• Work to complete:
Lines from the records below that contain the word "STRUCTURES" are to be copied out.

• Saved entries:
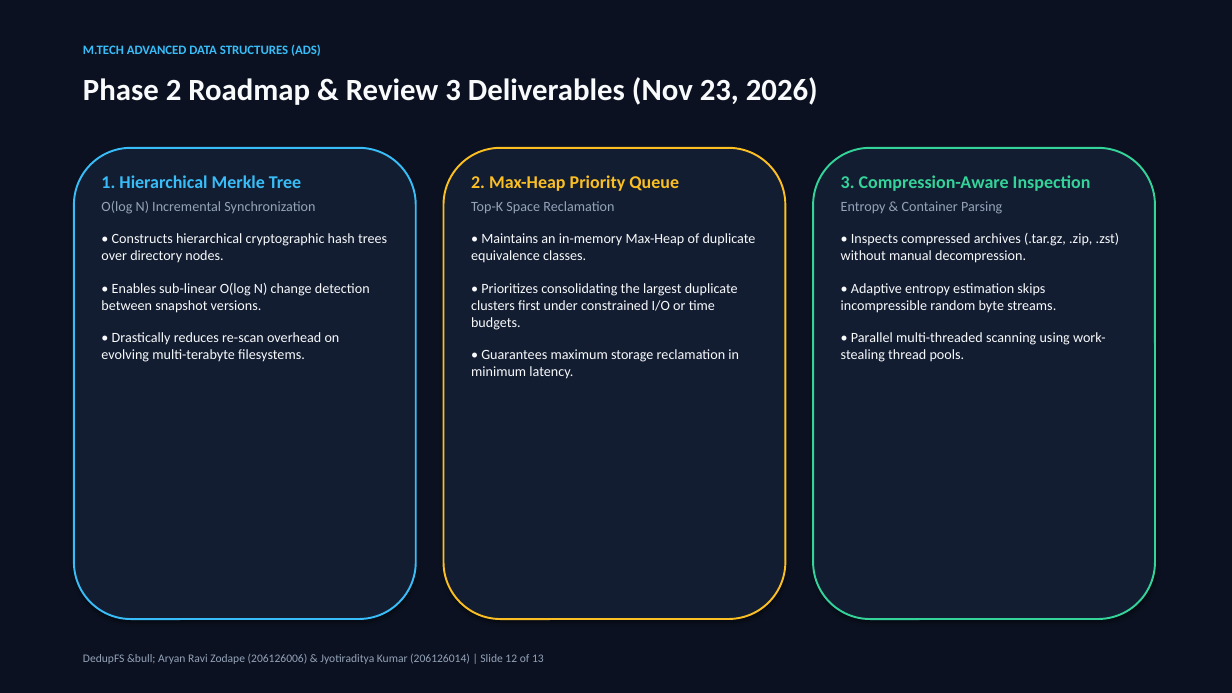
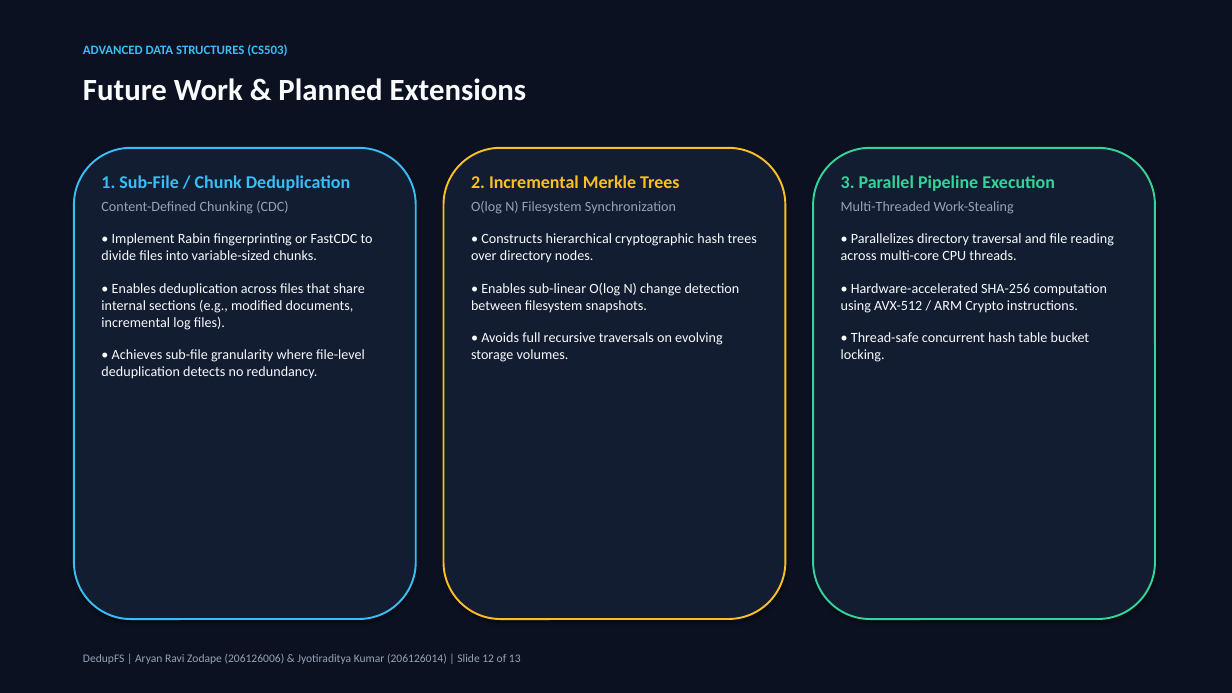
Before and after one commit to Jyotiraditya-kumar/DedupeFS, a slide deck: slide 12 of presentation/DedupFS_MTech_Presentation.pptx. Drawn at 1232x693 pixels with LibreOffice and Linux fonts; fonts in the diff are those of the drawing. Boxes give left, top, right and bottom in pixels: in the first picture for what was removed or moved away, otherwise in the second. Text is boxed around its words. In the diff, an @@ line names an element or a change of style, - is before the commit and + after.

Commit message:
feat(ui,ppt): add reset work dir option, display memory metrics, and remove AI buzzwords

```diff
--- a/presentation/DedupFS_MTech_Presentation.pptx
+++ b/presentation/DedupFS_MTech_Presentation.pptx
@@ text at [83,44,287,56]: text changed @@
-M.TECH ADVANCED DATA STRUCTURES (ADS)
+ADVANCED DATA STRUCTURES (CS503)
@@ text at [83,78,527,101]: text changed @@
-Phase 2 Roadmap & Review 3 Deliverables (Nov 23, 2026)
+Future Work & Planned Extensions
@@ text at [101,175,373,379]: text changed @@
-1. Hierarchical Merkle Tree
-O(log N) Incremental Synchronization
-• Constructs hierarchical cryptographic hash trees over directory nodes.
-• Enables sub-linear O(log N) change detection between snapshot versions.
-• Drastically reduces re-scan overhead on evolving multi-terabyte filesystems.
+1. Sub-File / Chunk Deduplication
+Content-Defined Chunking (CDC)
+• Implement Rabin fingerprinting or FastCDC to divide files into variable-sized chunks.
+• Enables deduplication across files that share internal sections (e.g., modified documents, incremental log files).
+• Achieves sub-file granularity where file-level deduplication detects no redundancy.
@@ text at [471,175,757,362]: text changed @@
-2. Max-Heap Priority Queue
-Top-K Space Reclamation
-• Maintains an in-memory Max-Heap of duplicate equivalence classes.
-• Prioritizes consolidating the largest duplicate clusters first under constrained I/O or time budgets.
-• Guarantees maximum storage reclamation in minimum latency.
+2. Incremental Merkle Trees
+O(log N) Filesystem Synchronization
+• Constructs hierarchical cryptographic hash trees over directory nodes.
+• Enables sub-linear O(log N) change detection between filesystem snapshots.
+• Avoids full recursive traversals on evolving storage volumes.
@@ text at [841,175,1114,362]: text changed @@
-3. Compression-Aware Inspection
-Entropy & Container Parsing
-• Inspects compressed archives (.tar.gz, .zip, .zst) without manual decompression.
-• Adaptive entropy estimation skips incompressible random byte streams.
-• Parallel multi-threaded scanning using work-stealing thread pools.
+3. Parallel Pipeline Execution
+Multi-Threaded Work-Stealing
+• Parallelizes directory traversal and file reading across multi-core CPU threads.
+• Hardware-accelerated SHA-256 computation using AVX-512 / ARM Crypto instructions.
+• Thread-safe concurrent hash table bucket locking.
@@ text at [83,654,521,664]: text changed @@
-DedupFS &bull; Aryan Ravi Zodape (206126006) & Jyotiraditya Kumar (206126014) | Slide 12 of 13
+DedupFS | Aryan Ravi Zodape (206126006) & Jyotiraditya Kumar (206126014) | Slide 12 of 13
```
Also in this commit, not shown: 10 other slides changed, 2 slides added, 2 slides removed, 9 other files.

• Finished exercise:
-M.TECH ADVANCED DATA STRUCTURES (ADS)
+ADVANCED DATA STRUCTURES (CS503)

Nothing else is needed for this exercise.